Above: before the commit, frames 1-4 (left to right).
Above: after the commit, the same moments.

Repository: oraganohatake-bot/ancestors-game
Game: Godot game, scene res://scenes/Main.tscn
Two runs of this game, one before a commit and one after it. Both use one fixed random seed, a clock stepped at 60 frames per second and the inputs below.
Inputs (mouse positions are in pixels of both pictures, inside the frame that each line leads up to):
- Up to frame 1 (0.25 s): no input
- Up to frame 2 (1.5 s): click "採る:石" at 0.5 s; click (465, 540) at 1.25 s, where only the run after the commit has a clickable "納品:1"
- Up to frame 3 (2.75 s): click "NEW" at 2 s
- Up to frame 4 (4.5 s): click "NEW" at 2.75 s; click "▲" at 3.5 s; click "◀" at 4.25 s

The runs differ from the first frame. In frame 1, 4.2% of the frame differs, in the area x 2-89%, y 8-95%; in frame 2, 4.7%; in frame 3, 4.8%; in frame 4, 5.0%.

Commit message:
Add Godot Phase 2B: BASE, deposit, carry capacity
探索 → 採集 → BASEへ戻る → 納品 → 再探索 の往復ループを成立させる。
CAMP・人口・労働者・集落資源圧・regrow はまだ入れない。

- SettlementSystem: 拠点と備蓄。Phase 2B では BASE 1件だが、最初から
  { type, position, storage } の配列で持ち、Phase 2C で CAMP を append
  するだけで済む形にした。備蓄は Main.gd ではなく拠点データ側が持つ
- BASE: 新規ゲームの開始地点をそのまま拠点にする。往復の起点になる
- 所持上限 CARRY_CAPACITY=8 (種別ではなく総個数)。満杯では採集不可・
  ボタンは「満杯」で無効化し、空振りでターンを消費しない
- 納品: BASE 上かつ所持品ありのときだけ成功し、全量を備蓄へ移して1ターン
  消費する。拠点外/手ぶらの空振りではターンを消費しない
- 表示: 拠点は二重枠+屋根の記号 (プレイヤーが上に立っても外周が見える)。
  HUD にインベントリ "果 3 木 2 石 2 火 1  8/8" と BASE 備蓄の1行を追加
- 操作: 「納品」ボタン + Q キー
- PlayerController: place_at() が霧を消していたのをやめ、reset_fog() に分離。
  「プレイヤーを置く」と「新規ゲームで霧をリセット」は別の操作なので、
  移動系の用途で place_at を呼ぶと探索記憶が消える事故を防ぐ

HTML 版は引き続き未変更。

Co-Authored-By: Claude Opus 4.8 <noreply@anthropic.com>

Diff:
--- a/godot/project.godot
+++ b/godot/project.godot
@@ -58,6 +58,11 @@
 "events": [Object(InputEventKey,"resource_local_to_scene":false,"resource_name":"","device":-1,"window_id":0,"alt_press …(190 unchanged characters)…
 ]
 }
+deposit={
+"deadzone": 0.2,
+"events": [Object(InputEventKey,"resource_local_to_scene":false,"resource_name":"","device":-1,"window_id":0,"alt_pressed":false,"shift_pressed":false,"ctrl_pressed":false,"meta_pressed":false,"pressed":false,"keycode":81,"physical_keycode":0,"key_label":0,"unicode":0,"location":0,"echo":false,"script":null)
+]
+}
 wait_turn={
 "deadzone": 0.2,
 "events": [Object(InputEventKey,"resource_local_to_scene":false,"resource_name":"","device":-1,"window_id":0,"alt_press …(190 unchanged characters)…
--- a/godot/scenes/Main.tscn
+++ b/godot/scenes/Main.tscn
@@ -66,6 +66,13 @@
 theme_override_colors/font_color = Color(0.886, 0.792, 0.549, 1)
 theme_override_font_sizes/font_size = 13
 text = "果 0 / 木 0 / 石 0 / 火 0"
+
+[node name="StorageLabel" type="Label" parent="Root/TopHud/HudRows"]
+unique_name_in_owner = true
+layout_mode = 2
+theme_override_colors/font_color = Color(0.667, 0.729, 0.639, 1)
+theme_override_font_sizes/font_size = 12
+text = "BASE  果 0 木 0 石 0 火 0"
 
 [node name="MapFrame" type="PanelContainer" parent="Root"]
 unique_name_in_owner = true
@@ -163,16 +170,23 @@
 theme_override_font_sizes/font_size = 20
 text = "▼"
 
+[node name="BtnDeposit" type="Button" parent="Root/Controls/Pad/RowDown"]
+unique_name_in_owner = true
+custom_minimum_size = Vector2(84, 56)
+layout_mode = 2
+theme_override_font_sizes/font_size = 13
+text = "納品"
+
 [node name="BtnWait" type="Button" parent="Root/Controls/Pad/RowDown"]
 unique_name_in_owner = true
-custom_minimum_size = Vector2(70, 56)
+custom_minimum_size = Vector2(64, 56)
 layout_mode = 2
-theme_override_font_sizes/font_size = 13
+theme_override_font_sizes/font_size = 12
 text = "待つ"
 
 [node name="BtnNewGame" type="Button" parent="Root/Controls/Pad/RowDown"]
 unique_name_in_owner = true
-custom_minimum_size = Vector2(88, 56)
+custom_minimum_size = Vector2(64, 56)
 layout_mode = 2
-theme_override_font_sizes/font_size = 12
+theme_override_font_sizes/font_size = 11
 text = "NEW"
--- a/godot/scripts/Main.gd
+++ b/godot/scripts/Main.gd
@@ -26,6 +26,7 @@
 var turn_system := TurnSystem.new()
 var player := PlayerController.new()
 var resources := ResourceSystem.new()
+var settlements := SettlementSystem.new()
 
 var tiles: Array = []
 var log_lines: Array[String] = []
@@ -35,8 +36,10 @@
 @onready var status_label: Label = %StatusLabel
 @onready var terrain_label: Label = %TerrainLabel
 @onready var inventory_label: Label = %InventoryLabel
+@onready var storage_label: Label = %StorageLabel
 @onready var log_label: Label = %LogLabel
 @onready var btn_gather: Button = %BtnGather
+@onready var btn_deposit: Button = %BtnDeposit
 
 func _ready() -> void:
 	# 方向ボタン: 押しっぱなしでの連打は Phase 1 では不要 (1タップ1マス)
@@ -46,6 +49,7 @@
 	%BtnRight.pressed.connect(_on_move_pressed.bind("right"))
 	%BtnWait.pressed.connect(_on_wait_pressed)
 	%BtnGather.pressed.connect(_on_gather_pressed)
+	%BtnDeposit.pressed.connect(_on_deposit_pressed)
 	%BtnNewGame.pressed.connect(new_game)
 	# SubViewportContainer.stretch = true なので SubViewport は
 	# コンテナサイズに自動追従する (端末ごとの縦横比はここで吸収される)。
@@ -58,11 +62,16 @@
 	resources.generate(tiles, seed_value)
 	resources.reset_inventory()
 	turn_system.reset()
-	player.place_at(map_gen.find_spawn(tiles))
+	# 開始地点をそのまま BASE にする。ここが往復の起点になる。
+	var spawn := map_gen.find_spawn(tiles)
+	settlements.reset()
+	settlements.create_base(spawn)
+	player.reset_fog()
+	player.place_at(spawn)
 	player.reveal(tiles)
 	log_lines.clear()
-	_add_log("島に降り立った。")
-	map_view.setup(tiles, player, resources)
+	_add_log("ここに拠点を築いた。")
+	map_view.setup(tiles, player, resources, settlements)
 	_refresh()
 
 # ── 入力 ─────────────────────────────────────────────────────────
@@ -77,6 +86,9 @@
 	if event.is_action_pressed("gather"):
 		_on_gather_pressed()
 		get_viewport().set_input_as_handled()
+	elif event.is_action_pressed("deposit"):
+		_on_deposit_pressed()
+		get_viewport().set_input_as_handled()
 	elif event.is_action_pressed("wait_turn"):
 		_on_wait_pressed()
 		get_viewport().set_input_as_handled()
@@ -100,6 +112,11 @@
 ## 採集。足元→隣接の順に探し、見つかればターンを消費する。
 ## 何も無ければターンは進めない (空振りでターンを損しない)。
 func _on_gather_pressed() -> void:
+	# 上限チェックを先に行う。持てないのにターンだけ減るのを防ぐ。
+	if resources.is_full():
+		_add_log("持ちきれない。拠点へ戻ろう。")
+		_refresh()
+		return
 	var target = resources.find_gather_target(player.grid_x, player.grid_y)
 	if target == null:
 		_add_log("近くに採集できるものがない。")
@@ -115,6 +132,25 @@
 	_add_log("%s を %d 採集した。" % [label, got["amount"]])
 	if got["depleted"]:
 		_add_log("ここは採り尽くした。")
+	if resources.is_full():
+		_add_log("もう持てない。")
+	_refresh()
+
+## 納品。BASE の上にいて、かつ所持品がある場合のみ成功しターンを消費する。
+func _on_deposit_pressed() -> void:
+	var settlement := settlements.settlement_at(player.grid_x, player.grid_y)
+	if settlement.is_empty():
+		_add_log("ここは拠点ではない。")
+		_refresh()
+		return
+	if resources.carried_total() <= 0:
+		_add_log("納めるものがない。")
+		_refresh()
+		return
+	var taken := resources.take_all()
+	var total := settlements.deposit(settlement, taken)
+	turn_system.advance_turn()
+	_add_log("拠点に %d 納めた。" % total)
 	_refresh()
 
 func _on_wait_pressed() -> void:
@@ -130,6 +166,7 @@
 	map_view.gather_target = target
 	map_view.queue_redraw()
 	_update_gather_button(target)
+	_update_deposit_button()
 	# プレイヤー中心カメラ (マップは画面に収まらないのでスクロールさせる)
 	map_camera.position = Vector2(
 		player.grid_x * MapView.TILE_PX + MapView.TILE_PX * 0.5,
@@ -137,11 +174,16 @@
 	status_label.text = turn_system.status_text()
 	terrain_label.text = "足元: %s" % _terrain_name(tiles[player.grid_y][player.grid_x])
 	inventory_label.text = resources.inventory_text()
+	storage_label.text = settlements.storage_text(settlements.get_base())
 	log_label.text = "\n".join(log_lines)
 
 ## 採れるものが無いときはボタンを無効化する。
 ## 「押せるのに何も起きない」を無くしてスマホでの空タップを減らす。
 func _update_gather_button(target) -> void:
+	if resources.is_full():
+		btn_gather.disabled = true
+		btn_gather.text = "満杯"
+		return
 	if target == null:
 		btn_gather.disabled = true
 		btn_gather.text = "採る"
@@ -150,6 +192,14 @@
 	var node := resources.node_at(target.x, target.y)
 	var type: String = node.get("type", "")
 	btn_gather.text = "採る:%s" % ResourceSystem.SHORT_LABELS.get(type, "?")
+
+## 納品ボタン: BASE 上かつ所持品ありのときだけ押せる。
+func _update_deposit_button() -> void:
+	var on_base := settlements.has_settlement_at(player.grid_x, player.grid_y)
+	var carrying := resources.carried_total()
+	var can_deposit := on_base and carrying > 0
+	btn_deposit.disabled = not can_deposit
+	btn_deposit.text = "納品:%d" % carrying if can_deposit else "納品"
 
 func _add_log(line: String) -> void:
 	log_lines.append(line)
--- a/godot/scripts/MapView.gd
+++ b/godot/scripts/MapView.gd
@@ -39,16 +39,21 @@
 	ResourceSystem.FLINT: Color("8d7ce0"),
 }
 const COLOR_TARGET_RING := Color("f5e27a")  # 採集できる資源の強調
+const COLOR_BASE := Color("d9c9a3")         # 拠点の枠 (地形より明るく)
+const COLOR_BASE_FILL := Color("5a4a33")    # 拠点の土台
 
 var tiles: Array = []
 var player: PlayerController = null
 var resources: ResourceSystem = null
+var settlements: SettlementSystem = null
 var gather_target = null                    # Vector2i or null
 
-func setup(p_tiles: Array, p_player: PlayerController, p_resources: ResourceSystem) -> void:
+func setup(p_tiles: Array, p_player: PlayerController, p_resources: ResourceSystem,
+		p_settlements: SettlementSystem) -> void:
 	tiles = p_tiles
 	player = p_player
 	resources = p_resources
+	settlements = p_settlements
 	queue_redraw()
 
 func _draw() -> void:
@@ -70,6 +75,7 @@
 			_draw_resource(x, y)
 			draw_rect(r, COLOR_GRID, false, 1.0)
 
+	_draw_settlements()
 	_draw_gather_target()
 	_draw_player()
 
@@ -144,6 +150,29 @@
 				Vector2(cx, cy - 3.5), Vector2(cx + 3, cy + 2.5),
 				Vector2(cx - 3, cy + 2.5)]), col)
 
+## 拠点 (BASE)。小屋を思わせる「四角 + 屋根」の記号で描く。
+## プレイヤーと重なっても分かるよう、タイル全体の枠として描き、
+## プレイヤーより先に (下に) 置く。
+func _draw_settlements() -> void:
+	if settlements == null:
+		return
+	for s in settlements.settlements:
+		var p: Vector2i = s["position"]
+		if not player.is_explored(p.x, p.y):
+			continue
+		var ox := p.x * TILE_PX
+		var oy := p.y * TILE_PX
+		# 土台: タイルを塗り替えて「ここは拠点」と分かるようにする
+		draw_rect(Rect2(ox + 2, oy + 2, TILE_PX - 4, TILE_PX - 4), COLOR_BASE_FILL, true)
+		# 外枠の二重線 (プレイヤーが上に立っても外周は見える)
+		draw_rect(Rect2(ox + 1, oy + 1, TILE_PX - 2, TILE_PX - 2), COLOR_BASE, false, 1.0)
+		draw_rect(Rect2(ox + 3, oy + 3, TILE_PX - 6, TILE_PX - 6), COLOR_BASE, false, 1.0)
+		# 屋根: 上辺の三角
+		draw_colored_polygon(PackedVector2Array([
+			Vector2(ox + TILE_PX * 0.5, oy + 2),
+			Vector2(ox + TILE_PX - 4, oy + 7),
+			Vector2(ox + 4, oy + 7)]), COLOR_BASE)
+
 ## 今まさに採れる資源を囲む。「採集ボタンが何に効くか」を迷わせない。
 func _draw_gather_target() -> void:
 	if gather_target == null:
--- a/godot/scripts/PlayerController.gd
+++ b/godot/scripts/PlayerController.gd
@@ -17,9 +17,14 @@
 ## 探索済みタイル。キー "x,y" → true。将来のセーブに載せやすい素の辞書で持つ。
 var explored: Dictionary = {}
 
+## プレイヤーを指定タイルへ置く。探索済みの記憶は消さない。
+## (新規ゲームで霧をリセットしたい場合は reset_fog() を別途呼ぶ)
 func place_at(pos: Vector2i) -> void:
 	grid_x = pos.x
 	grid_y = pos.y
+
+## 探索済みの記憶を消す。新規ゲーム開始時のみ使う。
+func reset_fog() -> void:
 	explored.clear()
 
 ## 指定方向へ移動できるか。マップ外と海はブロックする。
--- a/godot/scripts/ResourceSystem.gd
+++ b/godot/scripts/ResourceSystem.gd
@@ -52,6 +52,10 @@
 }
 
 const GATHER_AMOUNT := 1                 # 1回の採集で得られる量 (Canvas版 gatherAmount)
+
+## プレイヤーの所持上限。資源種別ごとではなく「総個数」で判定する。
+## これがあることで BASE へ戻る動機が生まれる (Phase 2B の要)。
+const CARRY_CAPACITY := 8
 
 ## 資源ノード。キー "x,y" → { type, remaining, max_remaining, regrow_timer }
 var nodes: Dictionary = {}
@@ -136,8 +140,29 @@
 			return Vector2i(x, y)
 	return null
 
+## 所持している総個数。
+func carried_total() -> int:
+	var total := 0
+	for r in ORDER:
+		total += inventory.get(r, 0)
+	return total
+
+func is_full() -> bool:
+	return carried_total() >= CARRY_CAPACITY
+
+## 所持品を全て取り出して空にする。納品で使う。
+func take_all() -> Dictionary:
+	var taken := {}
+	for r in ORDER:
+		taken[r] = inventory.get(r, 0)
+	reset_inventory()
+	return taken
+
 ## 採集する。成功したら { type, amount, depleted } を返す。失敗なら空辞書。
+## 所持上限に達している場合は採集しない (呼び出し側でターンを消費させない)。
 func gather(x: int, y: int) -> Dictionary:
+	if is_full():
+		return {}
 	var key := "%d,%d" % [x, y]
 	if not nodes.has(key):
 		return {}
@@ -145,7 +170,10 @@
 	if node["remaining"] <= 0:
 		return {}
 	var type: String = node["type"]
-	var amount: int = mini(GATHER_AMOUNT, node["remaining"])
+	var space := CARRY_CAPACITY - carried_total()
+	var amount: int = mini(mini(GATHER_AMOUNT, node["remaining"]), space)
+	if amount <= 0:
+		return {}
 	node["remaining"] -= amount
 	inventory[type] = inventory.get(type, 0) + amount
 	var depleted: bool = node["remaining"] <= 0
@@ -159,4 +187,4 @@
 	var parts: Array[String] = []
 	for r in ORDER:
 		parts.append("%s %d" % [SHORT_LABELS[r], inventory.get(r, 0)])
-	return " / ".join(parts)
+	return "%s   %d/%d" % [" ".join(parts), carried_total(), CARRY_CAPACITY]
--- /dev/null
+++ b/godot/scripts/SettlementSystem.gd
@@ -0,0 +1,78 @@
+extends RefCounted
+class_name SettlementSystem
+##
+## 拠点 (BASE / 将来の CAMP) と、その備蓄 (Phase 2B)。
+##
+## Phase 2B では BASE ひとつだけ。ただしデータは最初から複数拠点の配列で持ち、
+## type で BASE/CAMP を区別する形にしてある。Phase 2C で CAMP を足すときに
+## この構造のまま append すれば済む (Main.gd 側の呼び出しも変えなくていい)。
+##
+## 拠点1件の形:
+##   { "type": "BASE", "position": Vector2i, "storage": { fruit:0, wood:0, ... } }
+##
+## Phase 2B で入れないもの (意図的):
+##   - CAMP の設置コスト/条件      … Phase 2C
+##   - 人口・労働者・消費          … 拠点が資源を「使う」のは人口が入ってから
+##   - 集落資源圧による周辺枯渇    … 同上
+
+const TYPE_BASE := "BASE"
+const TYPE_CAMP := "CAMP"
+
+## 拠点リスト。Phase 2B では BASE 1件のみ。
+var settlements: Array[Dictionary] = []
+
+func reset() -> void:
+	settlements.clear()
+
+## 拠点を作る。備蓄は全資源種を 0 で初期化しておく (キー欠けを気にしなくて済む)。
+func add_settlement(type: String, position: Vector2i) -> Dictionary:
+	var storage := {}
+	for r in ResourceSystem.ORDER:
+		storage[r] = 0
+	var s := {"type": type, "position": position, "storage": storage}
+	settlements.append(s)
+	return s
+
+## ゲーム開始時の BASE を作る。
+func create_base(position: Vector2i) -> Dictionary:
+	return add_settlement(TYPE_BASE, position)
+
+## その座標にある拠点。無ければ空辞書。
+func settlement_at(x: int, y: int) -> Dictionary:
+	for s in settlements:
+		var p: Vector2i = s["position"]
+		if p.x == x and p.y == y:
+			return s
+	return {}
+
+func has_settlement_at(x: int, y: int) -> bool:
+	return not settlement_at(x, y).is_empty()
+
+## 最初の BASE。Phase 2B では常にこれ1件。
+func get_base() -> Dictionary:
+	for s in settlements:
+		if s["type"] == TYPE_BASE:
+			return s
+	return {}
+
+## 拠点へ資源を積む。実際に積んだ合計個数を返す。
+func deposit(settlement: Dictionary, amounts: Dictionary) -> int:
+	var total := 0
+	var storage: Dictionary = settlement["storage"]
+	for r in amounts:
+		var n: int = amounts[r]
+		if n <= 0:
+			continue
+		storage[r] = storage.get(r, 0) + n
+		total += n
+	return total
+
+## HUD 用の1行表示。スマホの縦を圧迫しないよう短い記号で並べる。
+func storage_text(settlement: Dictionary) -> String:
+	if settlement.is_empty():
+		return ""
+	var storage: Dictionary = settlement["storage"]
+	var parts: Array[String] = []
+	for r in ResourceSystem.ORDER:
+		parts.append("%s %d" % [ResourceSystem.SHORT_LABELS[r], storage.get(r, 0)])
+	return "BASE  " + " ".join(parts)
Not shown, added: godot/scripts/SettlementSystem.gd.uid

Work instructions: All lines in the records with the string "Above" should be copied out.

Answer to the exercise:
Above: before the commit, frames 1-4 (left to right).
Above: after the commit, the same moments.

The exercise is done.